- Born: 1989 (age 36–37) Ikon Aluk, Cross River, Nigeria
- Occupation: Photographer
- Website: www.jenevieveaken.com

= Jenevieve Aken =

Nigerian photographer

Jenevieve Aken (born 1989) is a Nigerian documentary, self-portrait and urban portrait photographer, focusing on cultural and social issues. Her work often revolves around her personal experiences and social issues surrounding gender roles. Aken also models in her self-portrait works. Her work has been shown at Lagos Photo Festival. Aken currently resides in Lagos, Nigeria.

== Biography ==
Aken grew up in the small village of Ikom Aluk in Cross River State. She suffered the death of her mother at a young age and was not aligned her father. He father was rather traditional and didn't want her to pursue career in music. Hence, they parted ways. She wrote songs inspired by her life experiences, one song being titled "Make It Through The Race." After her short stint in music she went on to try acting but soon put that aside as well. She eventually got her first break at the Vilsco Fashion Show and recognized the harsh realities of women in the modelling industry. It was her experiences in modeling that brought her to a career in photography.

She enrolled in the Market Photo workshop, Johannesburg, South Africa but was not able to complete the courses as she discovered opportunities in the British Council Model of the Year competition. She returned home to participate in the MTN Lagos Fashion & Design Week. While she stopped short of completing her photography classes, she told Pulse.ng "I will go back to complete my photography school. I know photography and modeling are both heavy tasks to undertake but I have passion for both and will do both concurrently for as long as I can," in an interview. Aken has seen success in photography regardless of finishing classes by participating in the Lagos Photo Festival.

== Photography series==
=== Handy Hands ===
This photo series documents women in Berlin, Germany as they struggle to fit into "specified" roles of women in society. The images show a series of women pursuing careers that historically men have dominated. The women in the photos feel strongly about their career and are confident in the work they are doing regardless of the gender gap.

=== The Masked Women ===
This is a black and white, self-portrait series meant to depict women and their social roles in Nigerian culture. The images depict the peace and self-fulfilment of a woman without the stigmatized overarching views of women in a Nigerian culture. The images also explore how women can feel constrained by the stereotypes of what a "proper women" should act like in society. These photos are meant to exemplify women who have broken these stigmas but feel isolated by the norms of the society. In this series Aken hopes to inspire Nigerian women to practice their freedom regardless of external stereotypes.

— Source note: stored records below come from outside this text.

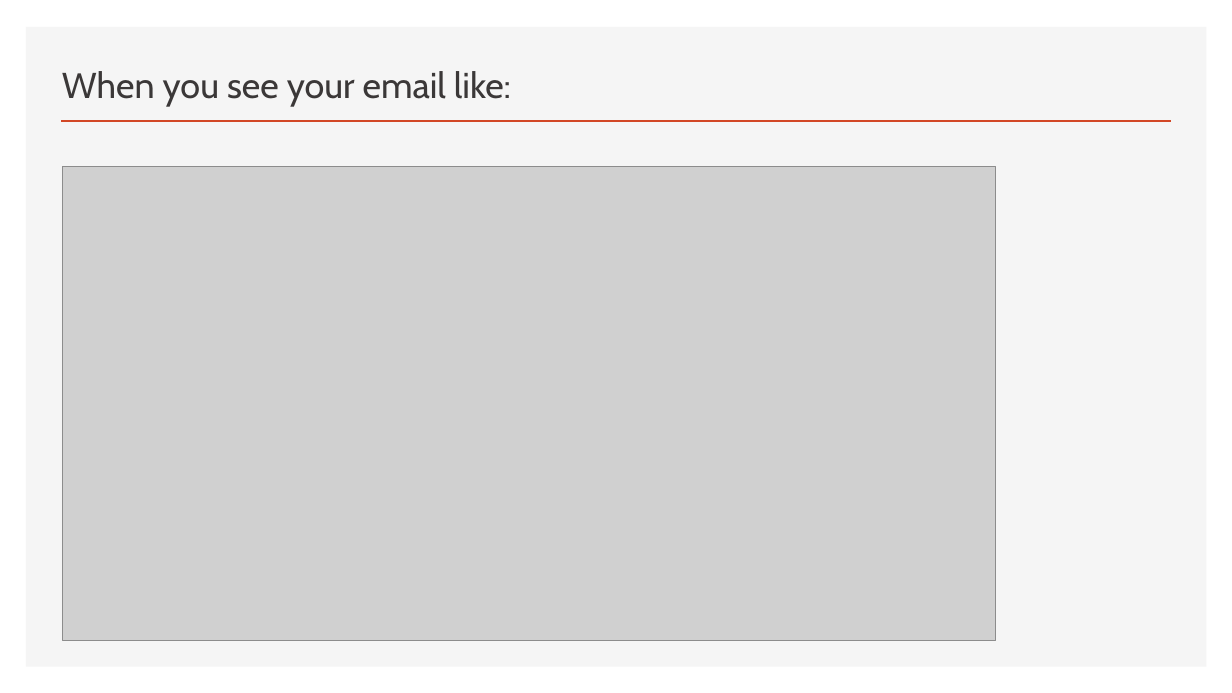
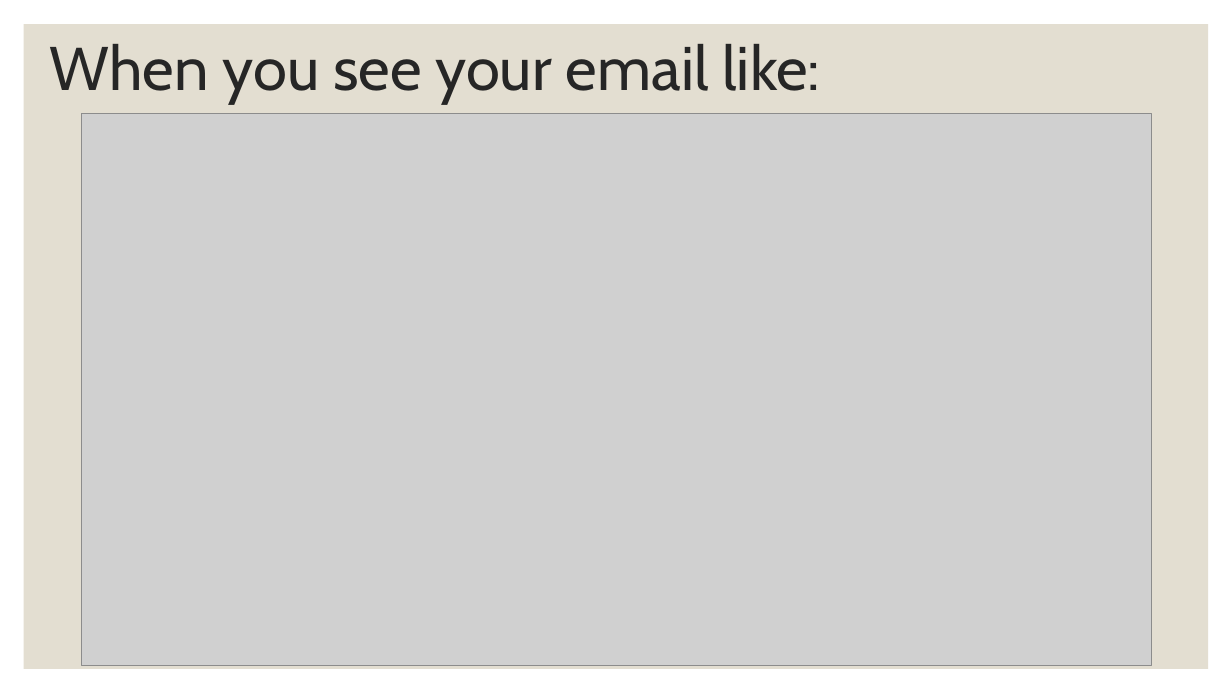
Before and after one commit to DanielPratama18/DevelopICTSolutionBy18268T22023, a slide deck: slide 10 of download/18268 Develop ICT Solution Task 1.pptx (slide 2 before the commit). Drawn at 1232x693 pixels with LibreOffice and Linux fonts; fonts in the diff are those of the drawing; grey boxes stand for pictures. Boxes give left, top, right and bottom in pixels: in the first picture for what was removed or moved away, otherwise in the second. Text is boxed around its words. In the diff, an @@ line names an element or a change of style, - is before the commit and + after.

```diff
--- a/download/18268 Develop ICT Solution Task 1.pptx
+++ b/download/18268 Develop ICT Solution Task 1.pptx
@@ rectangle at (x1=24, y1=24, x2=1209, y2=669): fill #F5F5F5 to #E3DED1 @@
@@ title "When you see your email ..." moved from (x1=62, y1=71, x2=511, y2=106) to (x1=50, y1=44, x2=820, y2=104) @@
@@ title "When you see your email ..." at (x1=50, y1=44, x2=820, y2=104): size 28 to 48 pt, text colour #3B3838 to #262626; line spacing 1 to 0.9; vertical alignment bottom to middle @@
@@ picture resized from (x1=63, y1=166, x2=996, y2=641) to (x1=81, y1=114, x2=1153, y2=666) @@
@@ line removed from (61, 121) to (1171, 121) @@
```
Also in this commit, not shown: 1 other slide changed, 8 slides added, 7 slides removed.

=== Great Expectations ===
Inspired by Charles Dickens', Great Expectations, Akens created this series to illustrate the pressures on women, specifically African, to get married. Akens attempts to show how even the most successful women can feel unsuccessful until they are married due to social pressures.

=== Monankim ===
This photo series by Aken is based on a tradition ritual called Monankim that originates from the Bakor minority tribes. Monankim is a tradition in the Bakor culture that circumcises women and then celebrated as it is a symbol of entering womanhood. This tradition is seen as a right of passage and a woman is idolized after completing the process. This tradition is controversial as the process is dangerous and life-threatening. Aken documents the opposing views of Monankim by women in the society. While some see the process as exciting, others feel hesitant toward the idea.

=== Community and Courage ===
This photo series is set at a beach called Takwa Bay which is a popular place for refugees who swim and surf. Takwa Bay is known for allowing wide ranges of people to interact. The photos in this series depict how community and courage are both required in sports as the photos show children playing together regardless of societal background.